• _How to complete this task_
Starting with the line that contains "attack_animation_speed: float = 24" and stopping after the line that contains "bool = false", return each line below exactly as written, with no others.

(Collected data)
-=-=-=-=-

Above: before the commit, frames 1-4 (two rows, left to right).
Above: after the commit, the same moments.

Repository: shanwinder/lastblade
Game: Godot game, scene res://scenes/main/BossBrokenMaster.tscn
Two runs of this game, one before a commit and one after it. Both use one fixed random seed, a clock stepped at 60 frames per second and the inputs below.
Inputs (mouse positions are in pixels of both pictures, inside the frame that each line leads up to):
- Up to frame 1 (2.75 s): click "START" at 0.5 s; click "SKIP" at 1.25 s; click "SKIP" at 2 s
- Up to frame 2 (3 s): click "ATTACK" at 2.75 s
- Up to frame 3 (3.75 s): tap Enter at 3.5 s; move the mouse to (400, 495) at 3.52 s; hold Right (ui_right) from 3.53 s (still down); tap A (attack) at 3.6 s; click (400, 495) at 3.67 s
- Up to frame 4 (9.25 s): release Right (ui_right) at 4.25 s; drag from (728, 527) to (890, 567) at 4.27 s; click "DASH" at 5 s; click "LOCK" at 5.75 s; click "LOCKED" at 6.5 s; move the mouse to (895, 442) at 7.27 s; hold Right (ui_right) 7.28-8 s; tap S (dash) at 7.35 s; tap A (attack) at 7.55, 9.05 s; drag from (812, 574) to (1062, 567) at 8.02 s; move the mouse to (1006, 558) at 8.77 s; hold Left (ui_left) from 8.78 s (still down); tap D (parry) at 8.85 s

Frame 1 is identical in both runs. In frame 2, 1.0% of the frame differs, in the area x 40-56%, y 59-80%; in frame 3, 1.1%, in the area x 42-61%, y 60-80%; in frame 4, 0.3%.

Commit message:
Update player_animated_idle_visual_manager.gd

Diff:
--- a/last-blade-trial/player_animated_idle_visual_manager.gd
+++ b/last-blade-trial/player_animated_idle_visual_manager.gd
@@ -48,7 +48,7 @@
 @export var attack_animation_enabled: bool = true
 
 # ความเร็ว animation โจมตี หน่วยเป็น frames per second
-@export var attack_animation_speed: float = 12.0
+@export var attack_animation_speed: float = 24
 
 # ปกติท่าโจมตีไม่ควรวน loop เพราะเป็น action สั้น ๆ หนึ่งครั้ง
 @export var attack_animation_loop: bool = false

-=-=-=-=-

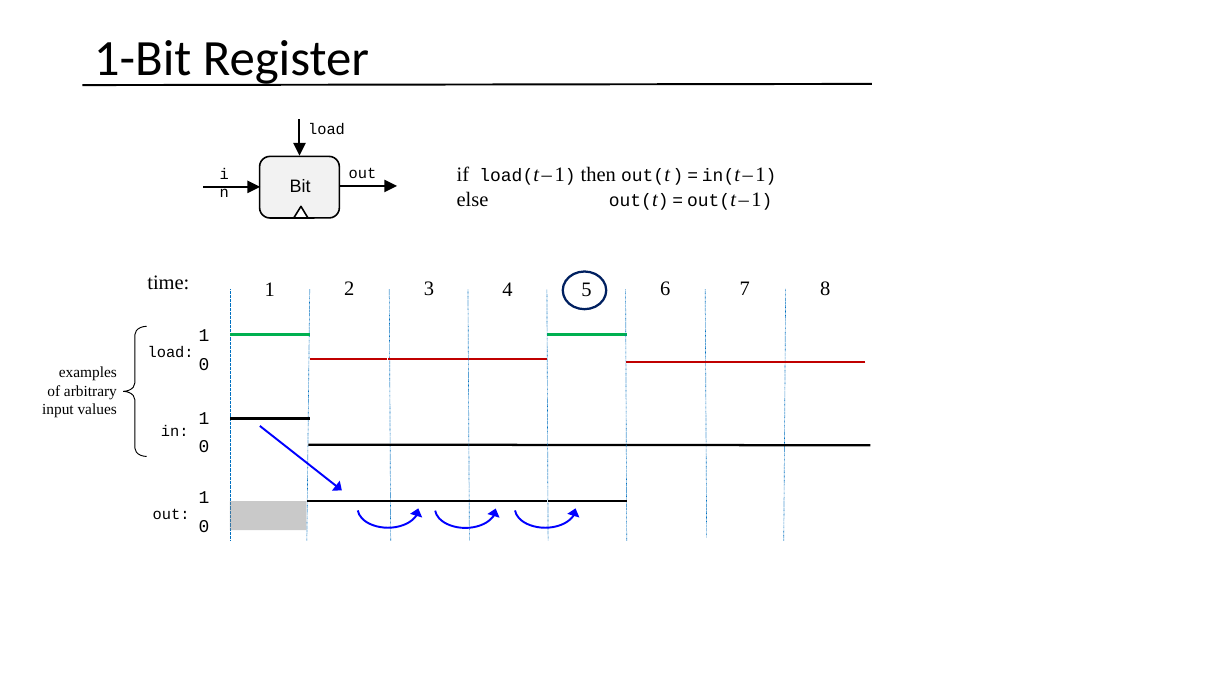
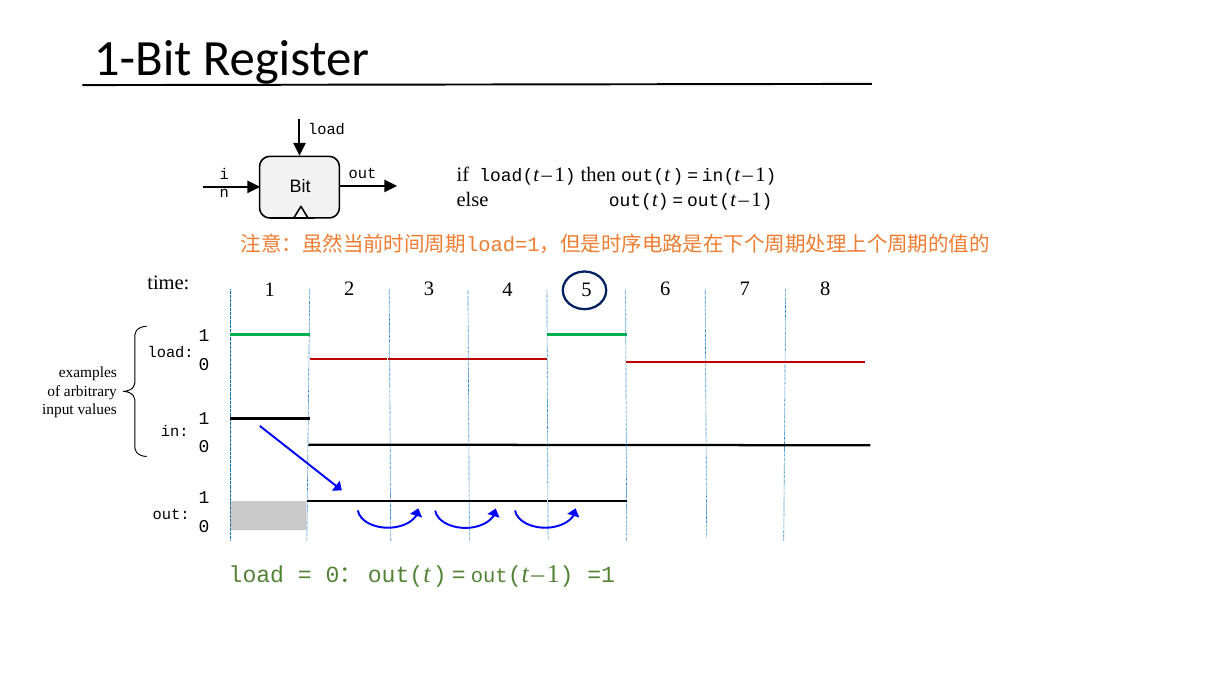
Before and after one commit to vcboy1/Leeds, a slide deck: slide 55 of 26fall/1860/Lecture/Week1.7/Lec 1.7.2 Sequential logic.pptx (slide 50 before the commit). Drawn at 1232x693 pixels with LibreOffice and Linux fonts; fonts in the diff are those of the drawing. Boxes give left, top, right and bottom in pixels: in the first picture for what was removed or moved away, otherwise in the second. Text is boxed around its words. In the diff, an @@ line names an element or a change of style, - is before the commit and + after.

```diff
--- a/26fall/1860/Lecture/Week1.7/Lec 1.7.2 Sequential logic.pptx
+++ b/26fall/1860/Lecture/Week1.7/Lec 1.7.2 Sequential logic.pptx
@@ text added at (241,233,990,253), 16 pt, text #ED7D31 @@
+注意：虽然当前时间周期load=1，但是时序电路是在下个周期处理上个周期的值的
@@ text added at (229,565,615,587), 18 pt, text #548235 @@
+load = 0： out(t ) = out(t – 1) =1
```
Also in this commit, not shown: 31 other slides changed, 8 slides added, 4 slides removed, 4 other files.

-=-=-=-=-

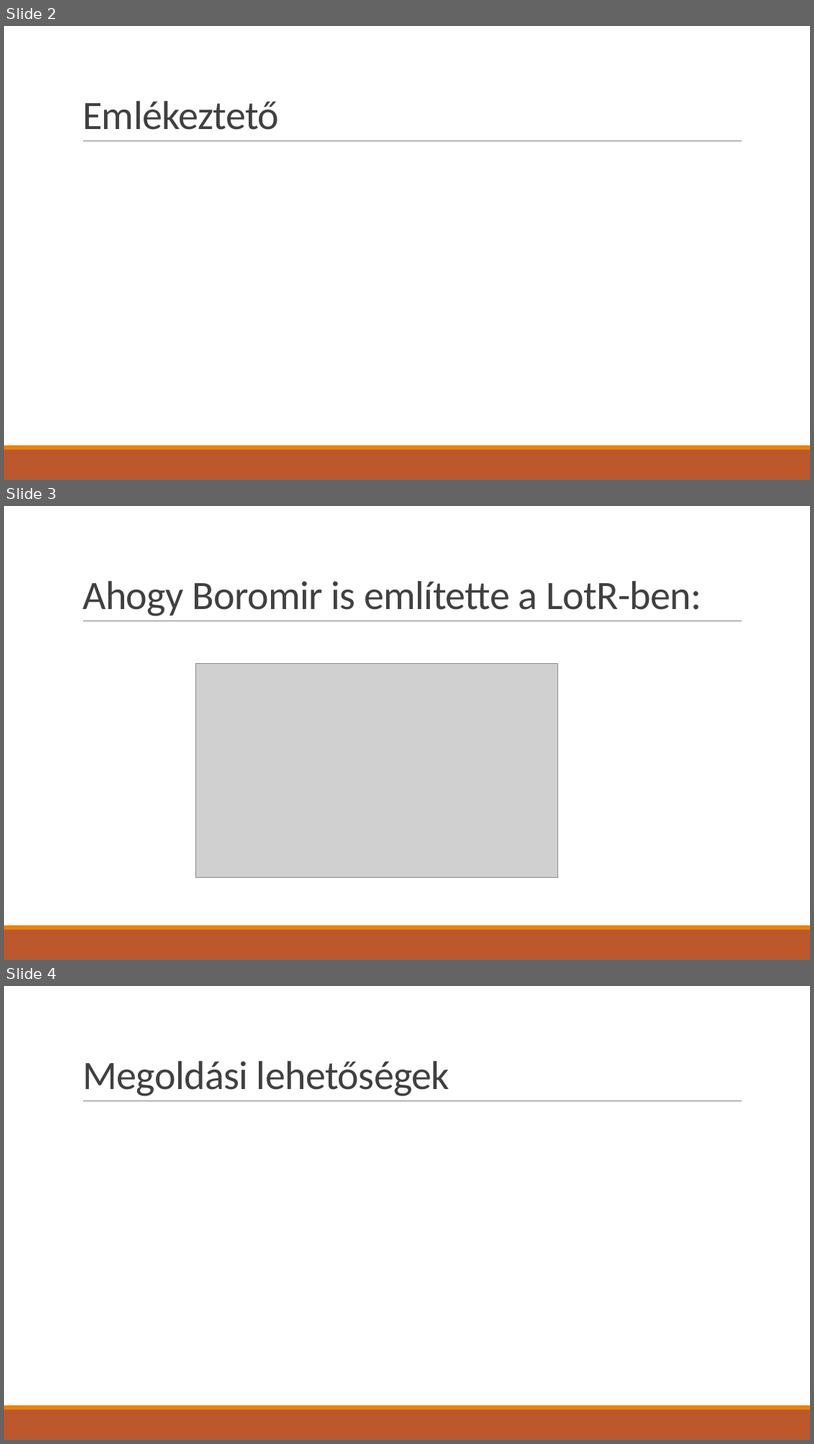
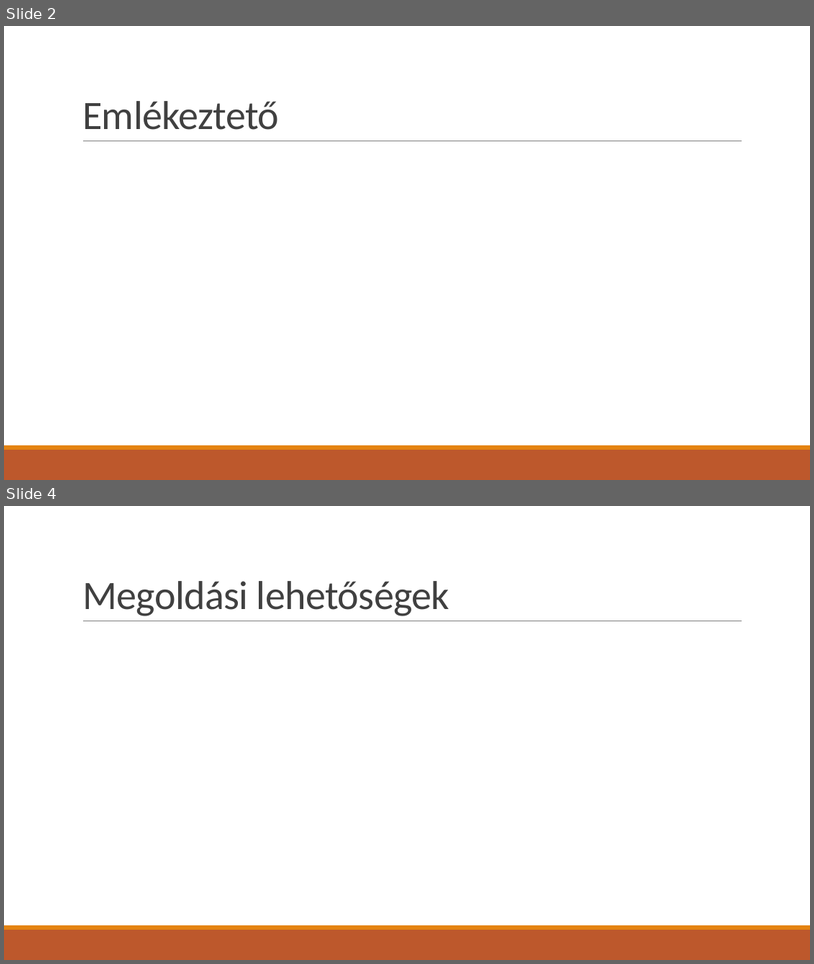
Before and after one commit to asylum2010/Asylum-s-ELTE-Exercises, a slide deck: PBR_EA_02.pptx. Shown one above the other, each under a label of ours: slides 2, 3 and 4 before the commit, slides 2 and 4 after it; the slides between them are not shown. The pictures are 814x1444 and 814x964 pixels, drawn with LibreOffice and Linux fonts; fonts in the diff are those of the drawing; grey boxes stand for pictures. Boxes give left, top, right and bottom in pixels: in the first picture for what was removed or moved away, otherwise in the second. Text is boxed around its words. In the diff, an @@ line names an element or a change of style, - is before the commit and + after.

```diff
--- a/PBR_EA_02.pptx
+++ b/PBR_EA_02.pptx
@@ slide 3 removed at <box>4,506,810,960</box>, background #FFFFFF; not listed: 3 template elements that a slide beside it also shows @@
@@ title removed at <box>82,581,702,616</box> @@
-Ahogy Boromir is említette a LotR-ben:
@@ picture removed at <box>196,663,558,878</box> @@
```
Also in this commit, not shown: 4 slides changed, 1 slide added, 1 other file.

-=-=-=-=-

• _Response to the exercise_
+@export var attack_animation_speed: float = 24
 
 # ปกติท่าโจมตีไม่ควรวน loop เพราะเป็น action สั้น ๆ หนึ่งครั้ง
 @export var attack_animation_loop: bool = false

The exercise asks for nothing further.